8. Model-Selection Advice for Developers
| Scenario | Recommendation |
|---|---|
| Building agents / coding / bug fixing | Put 3.7-Plus into the default candidate set. This single run was 10/10, with high throughput and more iteration; keep Max as the text-flagship / high-difficulty fallback, and do not choose by the flagship label alone. |
| Medium-difficulty reasoning or math, with latency sensitivity | 3.7-Plus with thinking on. In this run it matched Max accuracy with lower latency. |
| Simple Q&A / classification / extraction | 3.7-Plus with thinking off. Save the extra reasoning cost. |
| Still using 3.6-Plus | Upgrade. The main generational gap is speed, and 3.5x throughput changes the user experience. |
9. Limitations and Honest Disclosures
This article is a deep snapshot from one afternoon, not an academic paper. The following limitations matter:
- Single run: neither BugFind nor AIME used pass@k. High-variance cases such as task05 and I-15 need repeated validation.
- No horizontal competitor comparison: Claude, GPT, Gemini, and DeepSeek were not tested. This only describes internal differences within the Qwen family.
- 3.6-Plus completed only 6 AIME problems: its accuracy cannot be directly compared with the 15-problem Plus/Max runs.

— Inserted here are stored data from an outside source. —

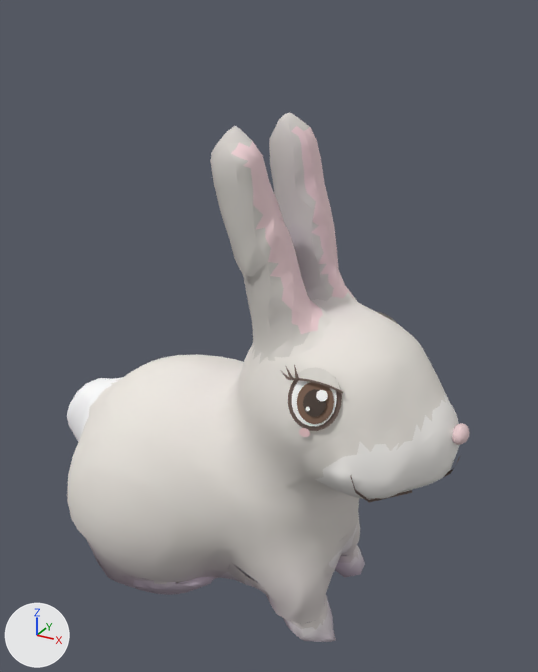
An edit to the glTF model art/models/animals/rabbit.glb, drawn before and after from the same camera.
The view is the same before and after, from a 50 mm camera at (0.22, -0.364, 0.372) aimed at (0.014, 0.01, 0.185). Lighting does not change. The marker at lower left points along +X, +Y and +Z. The older version comes first. Vertices at exactly the same position are counted once.

The first picture shows 'rabbit'.
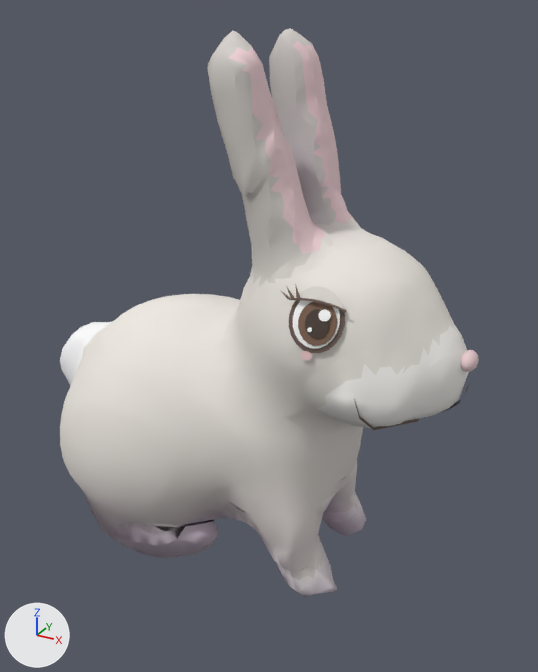
The newer file adds a shape key; the second version is drawn at full value of the shape key 'hop' of 'rabbit', and the change is written as the vertex moves it makes.

Edits to the bpy script that builds the scene:
```text
Change me_rabbit:
    used by ob_rabbit; location = (0.0, 0.0, 0.0)
    remove me_rabbit.from_pydata(...)  # 2730 vertices, 4530 faces; spans x -0.145..0.145, y -0.079..0.079, z 0.0..0.318
    add me_rabbit.from_pydata(...)  # 2730 vertices, 4530 faces; spans x -0.145..0.145, y -0.079..0.079, z 0.032..0.362
    me_rabbit part 1: the loose piece of 62 vertices spanning x 0.135..0.145, y -0.007..0.008, z 0.151..0.162 is moved by (0.0, 0.0, 0.045)
    me_rabbit part 2: the loose piece of 10 vertices spanning x 0.128..0.141, y -0.002..0.003, z 0.122..0.142 is moved by (0.0, 0.0, 0.045)
    me_rabbit part 3: the loose piece of 21 vertices spanning x 0.059..0.088, y -0.056..-0.042, z 0.169..0.199 is moved by (0.0, 0.0, 0.045)
    me_rabbit part 4: the loose piece of 21 vertices spanning x 0.062..0.086, y -0.056..-0.044, z 0.171..0.197 is moved by (0.0, 0.0, 0.045)
    me_rabbit part 5: the loose piece of 21 vertices spanning x 0.065..0.085, y -0.056..-0.046, z 0.173..0.194 is moved by (0.0, 0.0, 0.045)
    me_rabbit part 6: the loose piece of 21 vertices spanning x 0.069..0.081, y -0.055..-0.049, z 0.177..0.19 is moved by (0.0, 0.0, 0.045)
    me_rabbit part 7: the loose piece of 13 vertices spanning x 0.076..0.082, y -0.052..-0.049, z 0.186..0.191 is moved by (0.0, 0.0, 0.045)
    me_rabbit part 8: the loose piece of 34 vertices spanning x 0.061..0.088, y -0.05..-0.044, z 0.191..0.2 is moved by (0.0, 0.0, 0.045)
    me_rabbit part 9: the loose piece of 50 vertices spanning x 0.059..0.089, y -0.051..-0.047, z 0.19..0.195 is moved by (0.0, 0.0, 0.045)
    me_rabbit part 10: the loose piece of 15 vertices spanning x 0.068..0.075, y -0.056..-0.055, z 0.164..0.169 is moved by (0.0, 0.0, 0.045)
    me_rabbit part 11: the loose piece of 8 vertices spanning x 0.098..0.124, y -0.055..-0.028, z 0.129..0.149 is moved by (0.0, 0.0, 0.045)
    me_rabbit part 12: 2230 of 2730 vertices moved; they spanned x -0.145..0.14, y -0.079..0.079, z 0.0..0.318 and now span x -0.145..0.14, y -0.079..0.079, z 0.032..0.362; mean shift (0.0, 0.0, 0.044); largest move (0.043, -0.052, 0.048) -> (0.036, -0.053, 0.098)
    other edits to the shape of me_rabbit do not show in these pictures
```

Boxes (x1, y1, x2, y2) around the edits, measured in the pictures (538 x 672 px; the box of a moved part takes in the faces that stretch with it):
'rabbit', reshaped (8% taller): before (67, 113, 470, 642); after (60, 28, 479, 597)
part 1 of me_rabbit, moved or reshaped: before (452, 423, 470, 445); after (461, 350, 479, 372)
part 2 of me_rabbit, moved or reshaped: before (444, 456, 460, 477); after (442, 383, 470, 412)
part 3 of me_rabbit, moved or reshaped: before (288, 376, 342, 431); after (289, 300, 345, 353)
part 4 of me_rabbit, moved or reshaped: before (292, 380, 337, 426); after (293, 300, 340, 348)
part 5 of me_rabbit, moved or reshaped: before (297, 382, 334, 424); after (298, 302, 337, 346)
part 6 of me_rabbit, moved or reshaped: before (303, 389, 326, 417); after (305, 309, 329, 338)
part 7 of me_rabbit, moved or reshaped: before (316, 390, 328, 401); after (319, 309, 331, 321)
part 8 of me_rabbit, moved or reshaped: before (294, 367, 340, 390); after (295, 287, 344, 309)
part 9 of me_rabbit, moved or reshaped: before (288, 378, 343, 394); after (289, 298, 347, 313)
part 10 of me_rabbit, moved or reshaped: before (299, 428, 310, 437); after (300, 351, 312, 361)
part 11 of me_rabbit, moved or reshaped: before (350, 475, 412, 502); after (354, 398, 419, 430)
part 12 of me_rabbit, moved or reshaped: before (67, 113, 459, 642); after (60, 28, 469, 597)

- Pricing used placeholder estimates: check the latest Gateway pricing for official numbers; domestic DashScope pricing may have separate discounts.
- Only one agent framework was used (Stirrup): switching to SWE-agent could change the ranking.
- Multimodal sample size was n=2: it cannot represent broad vision capability.
- The tested model was an invite beta: the official SKU may have minor behavior changes.
- X data was a one-day snapshot: it captured community sentiment at the time of writing and may have changed after publication.
Final Note
In the official June 2026 narrative, Qwen3.7-Plus is the Chinese flagship tier on the vision leaderboard, the cost-effective choice on Gateway, and the new Qwen family member that the community describes as moving at a frightening iteration speed.
In our reproducible one-afternoon universe, it is:
- The model that was the only one to score 10/10 in this single real-code bug-fixing run.
- The model that reached the same score as Max on this contest-math run with thinking enabled, while showing lower latency.
- The model that delivered a 3.55x throughput improvement over the previous generation, making "unable to finish" a thing of the past.
- The model that still hallucinated on the official sample image while passing our controlled image test, reminding you not to choose a vision model from one screenshot.
These conclusions are scoped to this small sample, single run, and fixed scaffold. They support putting Plus in the engineering default-candidate set; they do not support a general model ranking.
For engineers, the official narrative is responsible for the vision; the outputs/ directory is responsible for the evidence. If you are choosing a model for production, read this review together with the companion data-visualization version ([13_Qwen3.7-Plus_Eval.html](13_Qwen3.7-Plus_Eval.html)): trust the numbers first, then read why we are willing to call this an "evaluation" instead of a repost.
In the 2026 AI model flood, only reproducible audit-grade evidence is hard currency for technical decisions.